Dr. Hüssein, Müslüman toplumlarda yumurta donasyonunun kısırlık tedavisindeki yeri ile ilgili bir konferans verdi.
Taşıyıcı anne konusunda herkesin kendi görüşü olduğunu söyleyen Fatima Hüssein, bazı Müslüman hastaların ise Müslüman spermini tercih ettiklerini söyledi.
Çoğunluğu Sünni ve Şii olan ülkelerdeki kanunları ve uygulamalarını karşılaştırdığı konuşmasında özellikle Türkiye ve İran arasındaki farklara değindi.
Yumurta ve sperm donasyonu halihazırda Türkiye'de kanunen yasakken, İran gibi çoğunluğun Şii olduğu ülkelerde serbest olarak uygulanabiliyor.
Fatima Hüssein yaptığı konuşmasında çocuk sahibi olmak isteyen Müslümanların uygulanan yöntemleri tanımak istediklerini anlatırken İngiltere nüfusunun yüzde 4.4 ‘ünü oluşturan 2.7 milyon Müslümandan çok azının tüp bebek tedavisine karşı çıktığını belirtti. IVF tedavisine İslam dininde izin verilip verilmediği sorusuna “1995’den beri gamet (sperm -yumurta ) hassas bir konu. Teknoloji gelişiyor ve kısırlık tedavi yöntemleri değişiyor. Genel prensipler yüzde 95 tarafından helal sayılıyor. IVF tedavi yöntemlerine bakış açısı ülkelere göre değişiyor. Lübnan ve İran’da çok ileriyken Türkiye’de yumurta ve sperm donasyonu yasak” yanıtını verdi.
Şii Müslümanların biraz maceracı olduklarını belirten Müslüman jinekolog doktor, KKTC’deki tüp bebek kliniklerini bilmeyen bir hastasının İspanya’ya tedaviye gittiğini anlattı.

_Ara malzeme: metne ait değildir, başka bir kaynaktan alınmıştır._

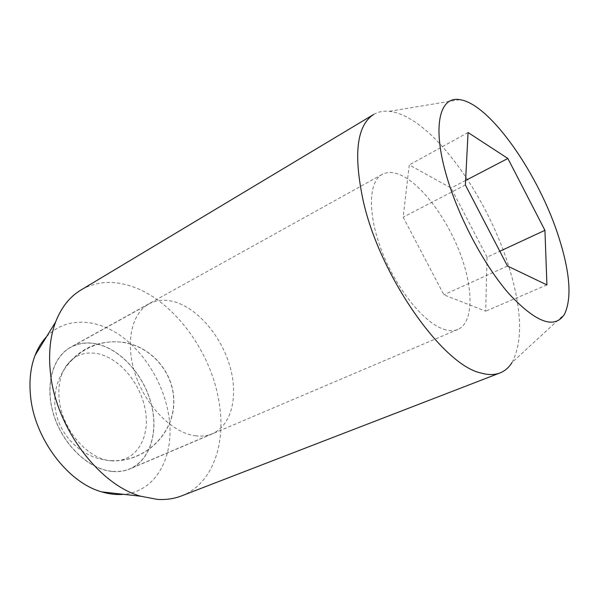 <?xml version="1.0" encoding="UTF-8"?>
<svg xmlns="http://www.w3.org/2000/svg" width="599" height="599" viewBox="0 0 599 599"><rect width="100%" height="100%" fill="white"/><g stroke="black" fill="none" stroke-linecap="round" stroke-linejoin="round"><path stroke-width="0.45" stroke-dasharray="3 2.25" d="M373.709 114.439C378.276 111.751 383.487 110.718 389.32 111.332C396.336 112.118 403.846 115.001 411.865 119.972C450.201 143.55 492.49 210.279 510.161 270.913C522.058 311.607 522.672 342.149 512.01 362.545L564.52 314.19M181.534 495.897C212.795 483.97 226.385 443.44 218.957 401.487C210.578 349.262 170.745 296.797 127.43 285.064C110.486 280.362 94.994 282.002 80.97 289.991M46.557 336.69C65.066 317.208 94.904 318.024 119.867 335.185C144.891 352.474 163.999 384.273 168.806 415.998C175.178 455.038 156.886 491.569 123.544 494.317M443.664 329.218C449.153 331.052 453.892 331.12 457.891 329.42C473.262 322.666 473.637 290.373 461.118 256.02C448.651 221.63 424.646 187.839 403.554 176.465C395.183 172.01 388.055 171.321 382.169 174.384C368.37 181.602 367.419 214.502 382.125 251.917C396.703 289.324 423.98 322.831 443.664 329.218M112.41 471.495C118.767 472.034 124.637 471.166 130.005 468.882C150.723 459.965 158.885 430.981 150.941 402.595C143.079 374.173 120.264 348.985 96.529 343.871C87.095 341.894 78.454 343.01 70.592 347.233C52.158 357.176 44.296 386.662 54.127 416.305C63.823 445.963 89.528 469.676 112.41 471.495M487.047 257.173L451.069 188.049L409.282 164.912L403.149 217.167L443.874 294.805L485.699 311.188L487.047 257.173L499.813 251.258M465.603 180.479L451.069 188.049M468.066 132.529L409.282 164.912M465.371 184.956L403.149 217.167M507.488 266.038L443.874 294.805M546.924 284.899L485.699 311.188M195.237 435.765C201.474 436.581 207.164 435.9 212.301 433.721C232.075 425.17 238.634 395.258 229.634 365.36C220.724 335.433 197.475 308.193 174.107 301.709C164.83 299.193 156.429 299.942 148.919 303.955C131.293 313.404 124.772 343.901 135.703 375.446C146.5 407.006 172.804 432.98 195.237 435.765M96.544 343.991C120.227 349.09 143.004 374.233 150.843 402.595C158.78 430.928 150.634 459.845 129.961 468.755C124.599 471.031 118.737 471.9 112.387 471.361C89.558 469.541 63.906 445.873 54.232 416.275C44.423 386.692 52.27 357.266 70.667 347.353C78.506 343.145 87.132 342.022 96.544 343.991M111.07 460.766C134.573 463.109 149.75 439.816 145.699 412.456C141.948 385.12 120.444 358.277 97.749 353.672C83.957 351.141 73.123 355.701 65.231 367.359C59.997 375.962 57.991 386.58 59.204 399.219C61.794 429.049 87.551 459.119 110.837 460.743L111.07 460.766M457.891 329.42L130.005 468.882M382.169 174.384L70.592 347.233M459.74 99.651L389.32 111.332M212.301 433.721L129.961 468.755M110.837 460.743L111.212 460.758C142.682 462.473 171.119 437.09 173.628 406.586C176.548 376.112 153.539 346.694 123.042 342.299C99.232 339.648 79.966 348.004 65.231 367.359M148.919 303.955L70.667 347.353M111.212 460.616C142.607 462.331 170.985 437.008 173.493 406.579C176.398 376.172 153.449 346.821 123.02 342.433C91.273 337.364 58.552 361.818 55.13 394.778C51.177 427.679 78.342 459.328 111.212 460.616"/><path stroke-width="0.9" d="M512.01 362.545C508.91 367.531 504.89 370.998 499.963 372.952C494.534 375.064 488.155 375.071 480.832 372.975C442.908 365.068 380.358 276.865 363.376 201.564C353.245 154.445 356.69 125.408 373.709 114.439L80.97 289.991C69.798 296.677 61.36 307.309 55.655 321.888C50.256 336.226 48.474 352.781 50.316 371.56C55.026 426.233 98.543 484.681 140.817 496.249L157.402 499.394C166.103 499.918 174.152 498.757 181.534 495.897L499.963 372.952M445.978 173.897C457.576 215.483 483.88 265.26 509.3 294.146C536.27 322.779 554.674 329.457 564.52 314.19C571.903 298.414 570.113 273.159 559.167 238.439C539.654 175.559 490.259 103.687 459.74 99.651C439.943 95.945 432.126 125.236 445.978 173.897M123.544 494.317C116.573 494.954 109.303 494.145 101.748 491.884C67.5 482.577 33.791 437.629 30.429 394.816C29.104 380.088 30.654 366.94 35.079 355.379C37.939 348.034 41.765 341.797 46.557 336.69M544.933 230.323L546.924 284.899L507.488 266.038L465.371 184.956L468.066 132.529L507.87 158.48L544.933 230.323L499.813 251.258M507.87 158.48L465.603 180.479M35.079 355.379L55.655 321.888M101.748 491.884L140.817 496.249"/></g></svg>

Taşıyıcı anne konusunda herkesin kendi görüşü olduğunu söyleyen Fatima Hüssein, bazı Müslüman hastaların Müslüman spermini tercih ettiklerine dikkat çekti.
Bazı aşırı Müslümanların yumurta ve sperm verilmesini zina suçu saydıklarına değinen jinekolog doktor, Müslüman hastaların yüzde 95’inin donasyonu benimsediklerini söyledi.
Kıbrıs Crown IVF tüp bebek ünitesi Direktörü Dr. Halil İbrahim Tekin ve Liverpool Kadın Hastanesi IVF Bölüm Başkanı Dr. Rafet Gazvani tarafından bu yıl 4’üncüsü düzenlenen Üreme Sağlığı Bahar Sempozyumu’na İngiltere’den 60’ın üzerinde Profesör ve Klinik Şefi/Konsültan katıldı. Sempozyumda kısırlık tedavisindeki gelişmeler ve yeni tedavi yöntemleri ile yumurta donasyonu alanındaki problemler tartışıldı. İngiltere'den Dr. Rafet Gazvani ve Kıbrıs'dan Dr. Halil İbrahim Tekin birlikte kurdukları sistemle İngiliz hastaların Kıbrıs’ta tedavisini sağlıyorlar
Dr. İbrahim Tekin, “İngiltere'de donör yumurtasına ihtiyacı olan çiftler bu ideallerine Kıbrıs'da kavuşuyorlar. Kıbrıs'da donör sıkıntısı yok. Gebelik oranlarımız %80in üzerinde. Kendilerine en yüksek kalitede hasta bakım hizmeti de veriyoruz. O yüzden İngiliz hastalarımız ve onları gönderen doktorları memnun” dedi.
Dr. Rafet Gazvani, İngiltere'deki donör ve donör yumurtası sıkıntısını doğruladı. Ayrıca donörün kimliğinin gizli olmasının birçok İngiliz için olumlu bir durum olduğunu söyledi. İngiltere'de donörler kimlik ve adreslerini kayıt ettirmek zorunda. Doğacak çocuk 18 yaşına geldiğinde isterse gidip donörü bulabiliyor. Bu da bir çok çift için kabul edilir bir durum değil. Benim bir çok hastam doğacak çocuğa bu detayların bahsedilmemesinden yana. O yüzden de Kıbrıs tercih ediliyor.
Biz Dr. Halil İbrahim Bey ile 7 yıldır birlikte çalışıyoruz. İlk başladığımızda kimse Kıbrıs Türk tarafının adını bilmezken şimdi IVF ve yumurta donasyonu tedavisinde Avrupa'da bir yer sahibi haline geldi” diye konuştu.
Daha sonra Crown IVF kliniğini ziyaret eden delegeler çok memnun kaldıklarını belirtirken Dr. Tekin bir İngiltere devlet sağlık kurumu hastanesi ile (NHS Leicester) yumurta donasyonu tedavisi için kontrat yapan ilk yurtdışı ünite olduklarının altını çizdi.